Figure 3: Types of data analytics methods

4. Creating value from next-generation real world evidence

Recent advances in Real World Evidence (RWE) analytics have made pharma organizations looks beyond just descriptive analysis that helps with basic patient profiling and cohort comparisons. Advanced predictive models in combination with ML, probabilistic models, unsupervised algorithms help understand patient characteristics, disease progression, patient response and any potential risks. This facilitates doctors to intervene at the right time and deliver the right care.

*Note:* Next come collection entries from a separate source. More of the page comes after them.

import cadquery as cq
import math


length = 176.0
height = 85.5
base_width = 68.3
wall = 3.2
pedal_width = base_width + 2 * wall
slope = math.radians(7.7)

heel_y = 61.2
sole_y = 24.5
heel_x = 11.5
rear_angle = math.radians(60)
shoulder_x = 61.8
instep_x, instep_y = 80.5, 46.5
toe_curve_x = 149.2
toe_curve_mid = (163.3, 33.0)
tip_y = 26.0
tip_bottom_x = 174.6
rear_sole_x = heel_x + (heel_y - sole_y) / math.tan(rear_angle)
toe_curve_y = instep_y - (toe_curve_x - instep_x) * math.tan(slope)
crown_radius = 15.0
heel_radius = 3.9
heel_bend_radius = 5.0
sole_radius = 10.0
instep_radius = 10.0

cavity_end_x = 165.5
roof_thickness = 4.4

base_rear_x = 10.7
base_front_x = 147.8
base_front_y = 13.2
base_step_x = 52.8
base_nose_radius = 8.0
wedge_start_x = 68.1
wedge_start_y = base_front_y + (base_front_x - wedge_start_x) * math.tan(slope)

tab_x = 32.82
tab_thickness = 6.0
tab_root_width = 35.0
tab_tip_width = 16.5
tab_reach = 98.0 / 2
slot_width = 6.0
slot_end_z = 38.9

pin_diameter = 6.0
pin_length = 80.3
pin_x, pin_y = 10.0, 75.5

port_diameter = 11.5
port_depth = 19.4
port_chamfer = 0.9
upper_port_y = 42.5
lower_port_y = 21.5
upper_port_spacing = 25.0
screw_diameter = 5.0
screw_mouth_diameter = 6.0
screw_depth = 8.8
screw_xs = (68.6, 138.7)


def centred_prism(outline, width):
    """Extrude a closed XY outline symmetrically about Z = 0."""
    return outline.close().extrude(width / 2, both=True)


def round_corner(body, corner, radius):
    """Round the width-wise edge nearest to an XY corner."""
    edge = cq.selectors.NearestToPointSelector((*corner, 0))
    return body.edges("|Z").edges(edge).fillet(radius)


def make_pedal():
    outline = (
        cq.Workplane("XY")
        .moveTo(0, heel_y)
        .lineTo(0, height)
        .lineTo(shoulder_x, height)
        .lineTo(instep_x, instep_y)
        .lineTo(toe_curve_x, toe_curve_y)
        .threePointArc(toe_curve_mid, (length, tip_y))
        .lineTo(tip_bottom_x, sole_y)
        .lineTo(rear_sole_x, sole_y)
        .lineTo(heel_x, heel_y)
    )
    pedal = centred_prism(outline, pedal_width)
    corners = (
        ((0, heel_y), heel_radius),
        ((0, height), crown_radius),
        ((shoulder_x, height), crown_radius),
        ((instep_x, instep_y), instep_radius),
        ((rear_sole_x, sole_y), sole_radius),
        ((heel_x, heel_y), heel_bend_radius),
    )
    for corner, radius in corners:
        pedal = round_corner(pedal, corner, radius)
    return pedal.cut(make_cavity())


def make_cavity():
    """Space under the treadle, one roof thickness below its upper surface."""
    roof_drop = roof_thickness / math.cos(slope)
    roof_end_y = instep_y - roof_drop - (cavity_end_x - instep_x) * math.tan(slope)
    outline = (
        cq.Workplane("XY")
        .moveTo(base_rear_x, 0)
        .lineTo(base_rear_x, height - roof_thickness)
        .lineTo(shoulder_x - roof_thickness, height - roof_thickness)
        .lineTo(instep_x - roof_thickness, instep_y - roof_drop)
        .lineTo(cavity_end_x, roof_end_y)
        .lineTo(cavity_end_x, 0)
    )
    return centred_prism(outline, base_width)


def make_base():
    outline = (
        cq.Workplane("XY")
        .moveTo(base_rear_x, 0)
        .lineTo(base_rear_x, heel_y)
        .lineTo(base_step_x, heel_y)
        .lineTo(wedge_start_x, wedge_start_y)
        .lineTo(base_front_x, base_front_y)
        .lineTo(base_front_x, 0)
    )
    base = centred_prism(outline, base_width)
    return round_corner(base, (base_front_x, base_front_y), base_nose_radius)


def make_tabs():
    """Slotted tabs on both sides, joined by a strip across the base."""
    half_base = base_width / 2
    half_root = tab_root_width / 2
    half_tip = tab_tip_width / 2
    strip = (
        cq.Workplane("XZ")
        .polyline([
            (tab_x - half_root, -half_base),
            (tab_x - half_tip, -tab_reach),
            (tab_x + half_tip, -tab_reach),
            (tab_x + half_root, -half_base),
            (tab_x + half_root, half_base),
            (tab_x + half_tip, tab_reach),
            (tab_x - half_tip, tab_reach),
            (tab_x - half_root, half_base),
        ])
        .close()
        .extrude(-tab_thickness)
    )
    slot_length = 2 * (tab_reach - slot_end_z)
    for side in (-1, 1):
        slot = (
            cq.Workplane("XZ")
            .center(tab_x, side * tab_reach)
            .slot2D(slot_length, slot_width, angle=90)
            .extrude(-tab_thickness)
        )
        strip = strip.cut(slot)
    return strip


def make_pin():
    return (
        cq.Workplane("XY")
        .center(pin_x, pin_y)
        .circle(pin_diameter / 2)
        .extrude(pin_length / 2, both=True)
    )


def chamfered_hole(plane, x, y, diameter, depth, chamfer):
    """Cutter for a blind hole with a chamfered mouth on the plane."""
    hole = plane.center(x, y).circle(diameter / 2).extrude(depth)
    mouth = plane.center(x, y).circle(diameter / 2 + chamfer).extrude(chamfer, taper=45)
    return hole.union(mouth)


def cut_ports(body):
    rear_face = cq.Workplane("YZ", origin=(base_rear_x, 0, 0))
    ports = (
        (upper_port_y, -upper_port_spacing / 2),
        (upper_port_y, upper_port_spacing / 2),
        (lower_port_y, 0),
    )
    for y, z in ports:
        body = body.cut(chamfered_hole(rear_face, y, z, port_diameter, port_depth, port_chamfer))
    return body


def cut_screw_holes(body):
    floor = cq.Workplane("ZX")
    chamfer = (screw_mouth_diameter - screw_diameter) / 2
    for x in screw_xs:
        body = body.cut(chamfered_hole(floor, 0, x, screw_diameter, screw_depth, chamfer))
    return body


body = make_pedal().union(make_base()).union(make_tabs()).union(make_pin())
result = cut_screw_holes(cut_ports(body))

Figure 4: RWE use-cases across the pharma value chain

5. Quantum computing as pharma’s next big disruptor

The life sciences sector has the potential to benefit significantly from quantum computing. Majority of challenges in the life science industry are computationally complex, be it finding relationships among sequences, structures and functions; or determining the interaction of different molecules from drug to the body. Compared to 1% today, by 2023, 20% of organizations will be budgeting for quantum computing projects. This holds a very good potential for transforming data heavy processes, speeding up the drug discovery R&D or simulating clinical trials. Some of the use cases are:

Figure 5: Quantum computing use-cases in drug discovery

6. Adopting FAIRIFICATION: Breaking down data silos, developing machine-ready data

Adopting FAIR data principles goes a long way and Covid-19 has made the industry realize that a big potential exists in collaborations to produce effective drugs for better patient outcomes. FAIRIFICATION helps organizations combine external datasets with proprietary information to gain novel insights using graph technologies.

 

Adopting better methods for data capture and structuring, complex models for data storage and utilizing advanced platforms to auto-identify data relationships, are signs that organizations are prepared for tomorrow, where the data is ready for machine consumption.

Figure 6: Consumption patterns of data lakes

Conclusion

As global economies continue to recover and are looking at innovations to bridge technological gaps, Covid-19 has only accelerated the process and has made us more adaptable and responsive. Organizations are looking at realigning their traditional corporate strategies and are adopting a platform-first strategy that is dynamic to handle a wide range of uncertainties.